(WORK ITEM) Below are several entries. Transcribe exactly those lines that fall from the one with "hook_count = 4" through the one with "dx, dy = polar(distance, angle)", end lines included.

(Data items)
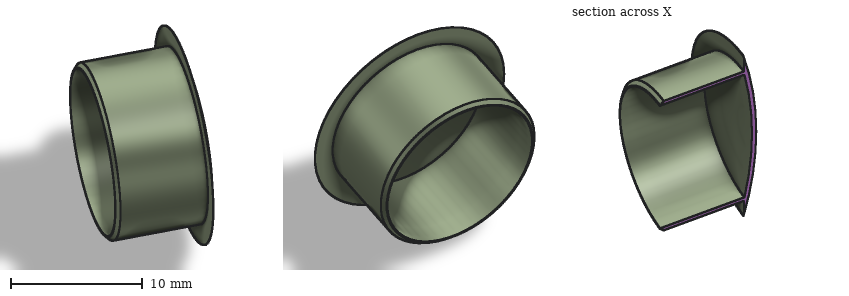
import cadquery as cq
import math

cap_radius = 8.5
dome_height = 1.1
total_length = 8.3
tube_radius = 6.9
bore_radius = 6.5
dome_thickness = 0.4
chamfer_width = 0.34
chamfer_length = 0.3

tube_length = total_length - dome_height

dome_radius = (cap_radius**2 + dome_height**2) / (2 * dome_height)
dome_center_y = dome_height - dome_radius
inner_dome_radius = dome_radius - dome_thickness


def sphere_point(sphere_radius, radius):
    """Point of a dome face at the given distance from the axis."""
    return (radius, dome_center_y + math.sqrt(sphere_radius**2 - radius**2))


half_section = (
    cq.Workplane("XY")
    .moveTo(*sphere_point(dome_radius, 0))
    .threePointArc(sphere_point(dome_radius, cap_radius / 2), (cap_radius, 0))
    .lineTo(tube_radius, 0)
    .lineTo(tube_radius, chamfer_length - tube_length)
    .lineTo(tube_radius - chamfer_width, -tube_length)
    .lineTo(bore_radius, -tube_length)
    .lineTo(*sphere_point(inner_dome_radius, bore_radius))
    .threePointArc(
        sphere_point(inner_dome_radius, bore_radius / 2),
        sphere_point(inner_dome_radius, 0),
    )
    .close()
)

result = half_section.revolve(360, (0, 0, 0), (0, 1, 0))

--

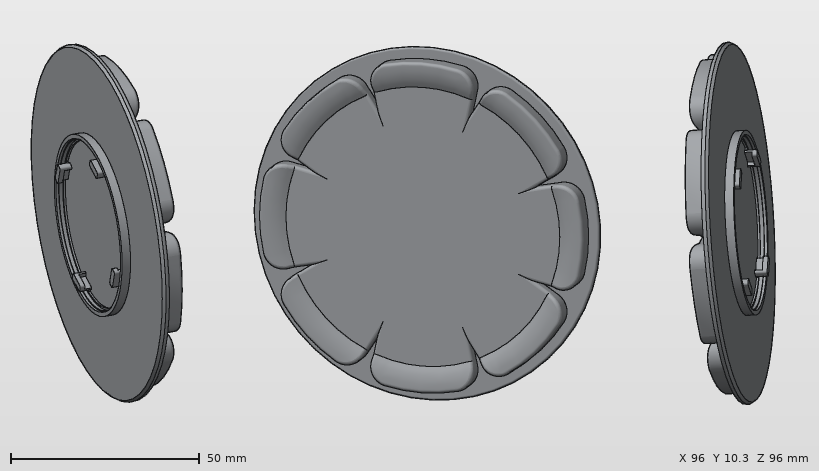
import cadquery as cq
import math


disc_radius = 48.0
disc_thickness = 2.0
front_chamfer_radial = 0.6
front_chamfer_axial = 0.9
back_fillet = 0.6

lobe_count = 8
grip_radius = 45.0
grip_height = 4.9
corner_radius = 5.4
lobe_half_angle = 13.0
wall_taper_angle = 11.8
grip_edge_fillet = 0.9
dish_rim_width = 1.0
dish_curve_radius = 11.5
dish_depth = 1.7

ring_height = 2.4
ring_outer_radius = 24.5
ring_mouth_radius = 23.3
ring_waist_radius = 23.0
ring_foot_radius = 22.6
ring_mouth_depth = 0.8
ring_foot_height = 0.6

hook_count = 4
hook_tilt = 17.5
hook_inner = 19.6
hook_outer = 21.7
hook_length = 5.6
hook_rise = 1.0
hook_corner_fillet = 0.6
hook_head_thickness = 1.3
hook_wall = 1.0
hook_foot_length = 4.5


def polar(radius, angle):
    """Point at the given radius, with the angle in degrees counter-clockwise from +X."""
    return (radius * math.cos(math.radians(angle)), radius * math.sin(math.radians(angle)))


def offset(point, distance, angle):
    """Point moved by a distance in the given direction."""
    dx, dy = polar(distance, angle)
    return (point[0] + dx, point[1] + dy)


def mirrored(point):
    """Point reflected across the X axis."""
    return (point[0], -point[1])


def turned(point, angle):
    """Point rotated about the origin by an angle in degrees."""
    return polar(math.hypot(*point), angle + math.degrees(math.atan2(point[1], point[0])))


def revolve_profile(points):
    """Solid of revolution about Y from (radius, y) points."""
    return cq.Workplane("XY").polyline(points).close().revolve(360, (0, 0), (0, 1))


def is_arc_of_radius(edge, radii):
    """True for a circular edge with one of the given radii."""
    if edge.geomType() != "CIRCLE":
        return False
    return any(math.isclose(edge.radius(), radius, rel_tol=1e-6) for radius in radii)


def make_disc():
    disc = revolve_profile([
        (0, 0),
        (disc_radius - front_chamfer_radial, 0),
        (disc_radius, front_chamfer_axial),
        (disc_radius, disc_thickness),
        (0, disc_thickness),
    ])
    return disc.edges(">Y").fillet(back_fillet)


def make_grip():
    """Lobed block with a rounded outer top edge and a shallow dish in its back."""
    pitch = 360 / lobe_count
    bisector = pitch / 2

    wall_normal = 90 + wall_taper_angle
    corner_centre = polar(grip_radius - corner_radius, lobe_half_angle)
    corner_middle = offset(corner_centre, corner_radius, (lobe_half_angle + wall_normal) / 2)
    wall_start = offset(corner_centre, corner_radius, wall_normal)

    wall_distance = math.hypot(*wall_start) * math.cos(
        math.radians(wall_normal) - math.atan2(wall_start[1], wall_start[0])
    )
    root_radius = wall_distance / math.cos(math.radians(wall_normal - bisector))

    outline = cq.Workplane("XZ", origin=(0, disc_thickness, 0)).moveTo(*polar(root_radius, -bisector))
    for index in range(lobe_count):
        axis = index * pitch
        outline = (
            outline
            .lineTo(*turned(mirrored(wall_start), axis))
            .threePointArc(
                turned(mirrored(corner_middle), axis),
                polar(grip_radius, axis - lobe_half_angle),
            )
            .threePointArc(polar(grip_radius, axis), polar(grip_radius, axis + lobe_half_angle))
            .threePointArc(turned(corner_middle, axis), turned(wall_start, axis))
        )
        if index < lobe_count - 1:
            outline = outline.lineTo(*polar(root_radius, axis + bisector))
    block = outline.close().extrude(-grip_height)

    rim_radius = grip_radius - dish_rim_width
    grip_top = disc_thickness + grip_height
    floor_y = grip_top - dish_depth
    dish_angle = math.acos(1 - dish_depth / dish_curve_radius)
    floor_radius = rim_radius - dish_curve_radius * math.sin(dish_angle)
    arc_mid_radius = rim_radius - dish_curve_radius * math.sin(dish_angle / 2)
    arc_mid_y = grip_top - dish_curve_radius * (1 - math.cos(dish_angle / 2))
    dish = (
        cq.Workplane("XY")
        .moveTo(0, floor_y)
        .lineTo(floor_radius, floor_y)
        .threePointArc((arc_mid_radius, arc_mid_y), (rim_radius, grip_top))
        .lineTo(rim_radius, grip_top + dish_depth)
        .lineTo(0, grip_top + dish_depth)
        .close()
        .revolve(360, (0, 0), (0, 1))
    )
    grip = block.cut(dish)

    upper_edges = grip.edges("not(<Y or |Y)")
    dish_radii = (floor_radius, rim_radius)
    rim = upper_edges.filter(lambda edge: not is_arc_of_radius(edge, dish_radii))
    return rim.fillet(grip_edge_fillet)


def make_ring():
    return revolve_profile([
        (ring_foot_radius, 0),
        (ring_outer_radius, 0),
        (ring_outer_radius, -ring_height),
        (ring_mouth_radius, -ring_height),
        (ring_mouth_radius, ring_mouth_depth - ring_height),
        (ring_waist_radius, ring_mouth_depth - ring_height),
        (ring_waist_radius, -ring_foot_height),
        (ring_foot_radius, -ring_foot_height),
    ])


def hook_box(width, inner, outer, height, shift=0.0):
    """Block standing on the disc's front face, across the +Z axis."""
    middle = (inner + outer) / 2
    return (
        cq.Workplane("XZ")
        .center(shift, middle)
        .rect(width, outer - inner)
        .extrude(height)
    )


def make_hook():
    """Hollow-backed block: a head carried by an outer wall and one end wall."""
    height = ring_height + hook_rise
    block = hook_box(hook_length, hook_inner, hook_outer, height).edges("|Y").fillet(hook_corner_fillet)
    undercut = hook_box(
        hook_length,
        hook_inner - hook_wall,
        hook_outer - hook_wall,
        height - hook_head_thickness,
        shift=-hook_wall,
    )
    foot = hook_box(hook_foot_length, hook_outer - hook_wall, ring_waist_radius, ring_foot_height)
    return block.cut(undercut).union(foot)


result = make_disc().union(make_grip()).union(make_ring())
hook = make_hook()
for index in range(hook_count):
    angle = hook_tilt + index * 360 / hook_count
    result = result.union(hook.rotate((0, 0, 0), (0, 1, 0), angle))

...

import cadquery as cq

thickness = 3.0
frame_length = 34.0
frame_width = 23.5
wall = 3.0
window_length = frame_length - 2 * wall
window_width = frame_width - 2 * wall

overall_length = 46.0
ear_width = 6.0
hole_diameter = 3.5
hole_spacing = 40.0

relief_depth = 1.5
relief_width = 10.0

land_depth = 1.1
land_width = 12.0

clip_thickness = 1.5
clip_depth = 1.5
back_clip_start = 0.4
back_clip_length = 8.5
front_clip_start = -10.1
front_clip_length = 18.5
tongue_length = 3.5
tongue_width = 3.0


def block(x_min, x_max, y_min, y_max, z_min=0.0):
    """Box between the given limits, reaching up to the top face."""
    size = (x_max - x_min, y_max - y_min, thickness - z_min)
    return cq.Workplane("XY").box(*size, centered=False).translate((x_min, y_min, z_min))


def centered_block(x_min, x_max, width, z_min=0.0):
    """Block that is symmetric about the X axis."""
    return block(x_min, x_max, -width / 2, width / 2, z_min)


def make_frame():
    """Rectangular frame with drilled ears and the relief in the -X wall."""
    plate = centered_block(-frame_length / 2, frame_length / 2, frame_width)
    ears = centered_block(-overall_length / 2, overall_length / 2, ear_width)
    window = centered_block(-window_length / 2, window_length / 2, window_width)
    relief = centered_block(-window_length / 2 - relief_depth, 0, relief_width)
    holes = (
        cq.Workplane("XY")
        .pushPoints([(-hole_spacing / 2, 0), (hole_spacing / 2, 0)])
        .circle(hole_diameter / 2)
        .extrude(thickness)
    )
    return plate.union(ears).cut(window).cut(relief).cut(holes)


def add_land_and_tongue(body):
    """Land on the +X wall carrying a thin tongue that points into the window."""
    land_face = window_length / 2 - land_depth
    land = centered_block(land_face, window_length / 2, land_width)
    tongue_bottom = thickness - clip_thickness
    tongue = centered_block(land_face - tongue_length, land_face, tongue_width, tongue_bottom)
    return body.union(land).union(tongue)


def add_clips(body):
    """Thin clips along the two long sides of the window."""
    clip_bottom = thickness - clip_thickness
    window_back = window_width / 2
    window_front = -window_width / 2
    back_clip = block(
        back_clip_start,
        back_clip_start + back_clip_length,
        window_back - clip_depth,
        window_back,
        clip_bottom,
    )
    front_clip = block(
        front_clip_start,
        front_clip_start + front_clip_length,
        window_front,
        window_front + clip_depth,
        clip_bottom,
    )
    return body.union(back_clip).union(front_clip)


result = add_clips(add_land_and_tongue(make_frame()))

(RESULT OF THIS TASK)
hook_count = 4
hook_tilt = 17.5
hook_inner = 19.6
hook_outer = 21.7
hook_length = 5.6
hook_rise = 1.0
hook_corner_fillet = 0.6
hook_head_thickness = 1.3
hook_wall = 1.0
hook_foot_length = 4.5


def polar(radius, angle):
    """Point at the given radius, with the angle in degrees counter-clockwise from +X."""
    return (radius * math.cos(math.radians(angle)), radius * math.sin(math.radians(angle)))


def offset(point, distance, angle):
    """Point moved by a distance in the given direction."""
    dx, dy = polar(distance, angle)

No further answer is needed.